The Best AI Bench Test Yet

Every’s Consultancy made the top AI models compete in a game of diplomacy.

6/9/20252 min read

This level of cleverness brings tears to my eyes

a. Tears Envy - Why can I not be that clever

b. Tears of Admiration - I love that people are that creative and clever!

LLMs, Lies & World Domination:

Reading how 18 of today’s most advanced language models fought for control of a 1901 Europe map is one of the most fascinating reads of the year so far.

Congratulations to the guys at Every Consultancy: (every.to)

Why Diplomacy is Perfect Game for AI Analysis

Diplomacy

The game

Loosely similar to Risk where each “great power” of 1901 Europe starts with a handful of armies, and aim to conquer the map.

Whereas Risk uses the luck of the dice to determine battles, the players in Diplomacy get five private or public messages per turn to negotiate, threaten, or sweet-talk the others.

No dice, no RNG; raw persuasion plus crisp tactics decide who survives.

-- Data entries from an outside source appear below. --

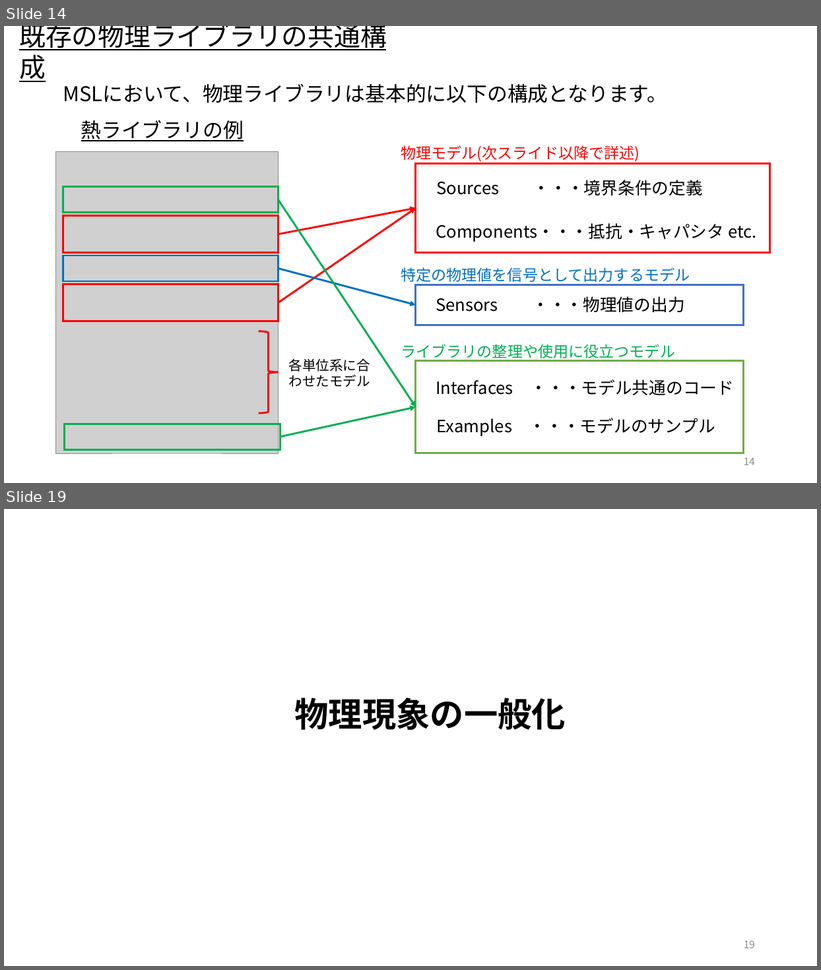
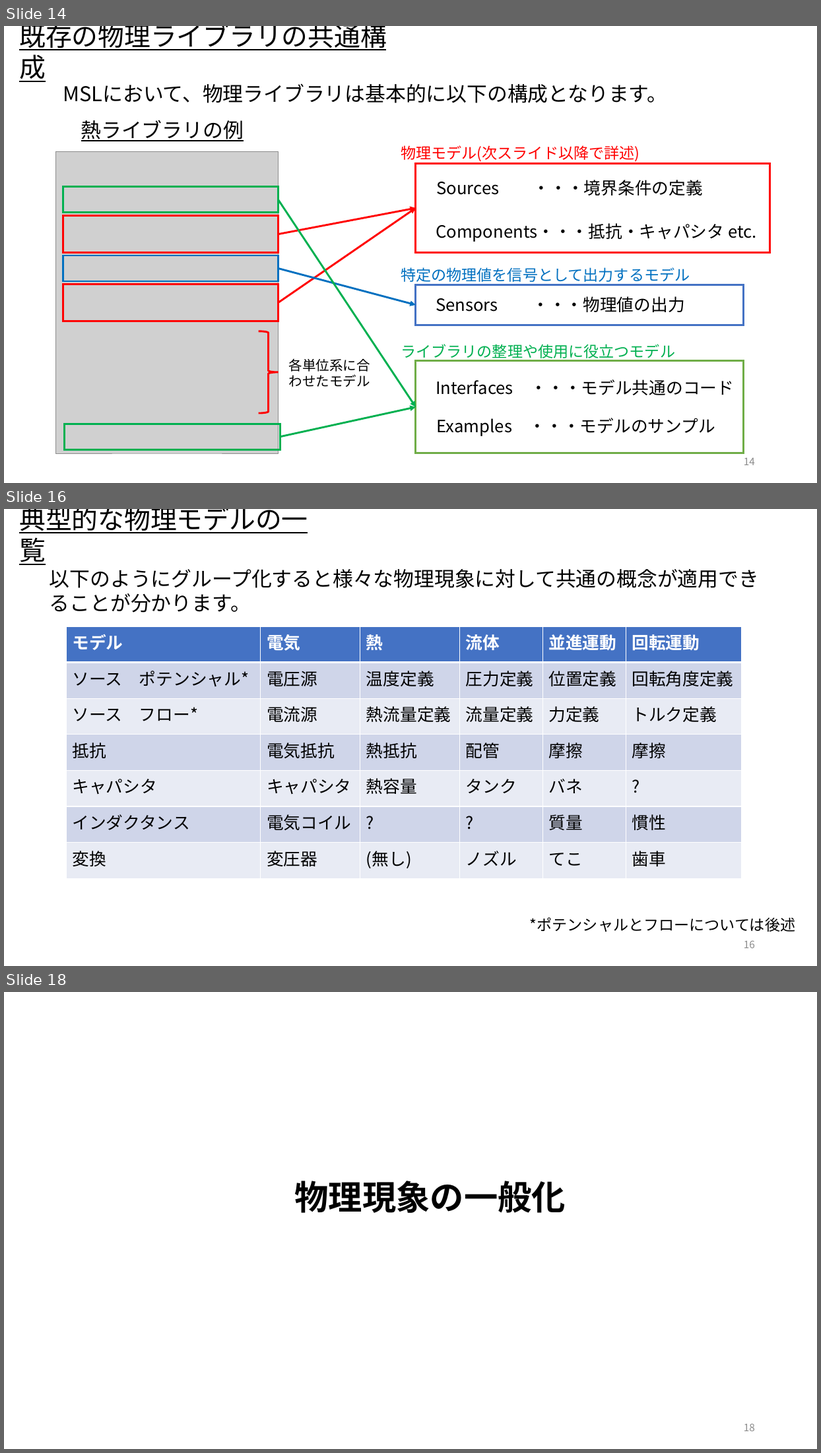
Before and after one commit to UedaShigenori/OpenModelica_Tutorials_Ja, a slide deck: Dev/7_PhysicsDomainModel/OpenModelica_Tutorials_7_PlantModel.pptx. Shown one above the other, each under a label of ours: slides 14 and 19 before the commit, slides 14, 16 and 18 after it; the slides between them are not shown. The pictures are 821x970 and 821x1453 pixels, drawn with LibreOffice and Linux fonts; fonts in the diff are those of the drawing; grey boxes stand for pictures. Boxes give left, top, right and bottom in pixels: in the first picture for what was removed or moved away, otherwise in the second. Text is boxed around its words. In the diff, an @@ line names an element or a change of style, - is before the commit and + after.

Commit message:
プラントモデルの作り方修正

```diff
--- a/Dev/7_PhysicsDomainModel/OpenModelica_Tutorials_7_PlantModel.pptx
+++ b/Dev/7_PhysicsDomainModel/OpenModelica_Tutorials_7_PlantModel.pptx
@@ slide 16 added at <box>4,509,817,966</box>, background #FFFFFF @@
@@ text added at <box>19,509,308,565</box>, 31 pt, text #000000, underline @@
+典型的な物理モデルの一覧
@@ text added at <box>50,569,759,613</box>, 24 pt, text #000000 @@
+以下のようにグループ化すると様々な物理現象に対して共通の概念が適用できることが分かります。
@@ table added at <box>66,626,741,879</box>, 7 rows, 6 columns @@
+モデル | 電気 | 熱 | 流体 | 並進運動 | 回転運動
+ソース ポテンシャル* | 電圧源 | 温度定義 | 圧力定義 | 位置定義 | 回転角度定義
+ソース フロー* | 電流源 | 熱流量定義 | 流量定義 | 力定義 | トルク定義
+抵抗 | 電気抵抗 | 熱抵抗 | 配管 | 摩擦 | 摩擦
+キャパシタ | キャパシタ | 熱容量 | タンク | バネ | ?
+インダクタンス | 電気コイル | ? | ? | 質量 | 慣性
+変換 | 変圧器 | (無し) | ノズル | てこ | 歯車
@@ text added at <box>530,918,795,932</box>, 18 pt, text #000000 @@
+*ポテンシャルとフローについては後述
@@ page number added at <box>744,941,755,949</box>, 12 pt, text #8C8C8C @@
+16
@@ what was slide 19 is now slide 18 @@
@@ page number at <box>744,1424,755,1432</box>: text changed @@
-19
+18
```
Also in this commit, not shown: 9 slides changed, 2 other slides added, 2 slides removed, 1 other file.

AI Diplomacy takes the classic board game and replaces every human commander with an LLM.

The deceiver wins

LLMs have a personality

OpenAI’s o3 emerged as the grandmaster because of its capacity to deceive.

In one play it convinced the other LLMs to team up only to back-stab them all. Evidence of o3's dastardly plans could be found in its reasoning log files, writing about the "right time" to “exploit German collapse” before knifing its ally.

Meanwhile, Claude 4 was rather naïve believing in and hoping for peaceful resolutions at every opportunity. Wonderful aspiration, but way too gullible!

Google’s Gemini 2.5 Pro was the lone model besides o3 to claim a full victory, blitzing the board with stunning tactics, but lost too often to o3's trickery.

Honourable mentions go to DeepSeek’s fiery R1 (trash-talk on a budget) and Meta’s lean Llama 4 Maverick, small yet sneaky. (every.to)

Real human behaviour

Why it matters.
Benchmark fatigue is real—most leaderboards are now speed-run by cutting-edge models. By turning trust-testing into a live, multi-hour drama, AI Diplomacy surfaces qualities that sterile multiple-choice exams miss: deception tolerance, alliance-building chops, and long-range planning. If labs optimize what we measure, this kind of “stress test” is gold for steering future model behaviour.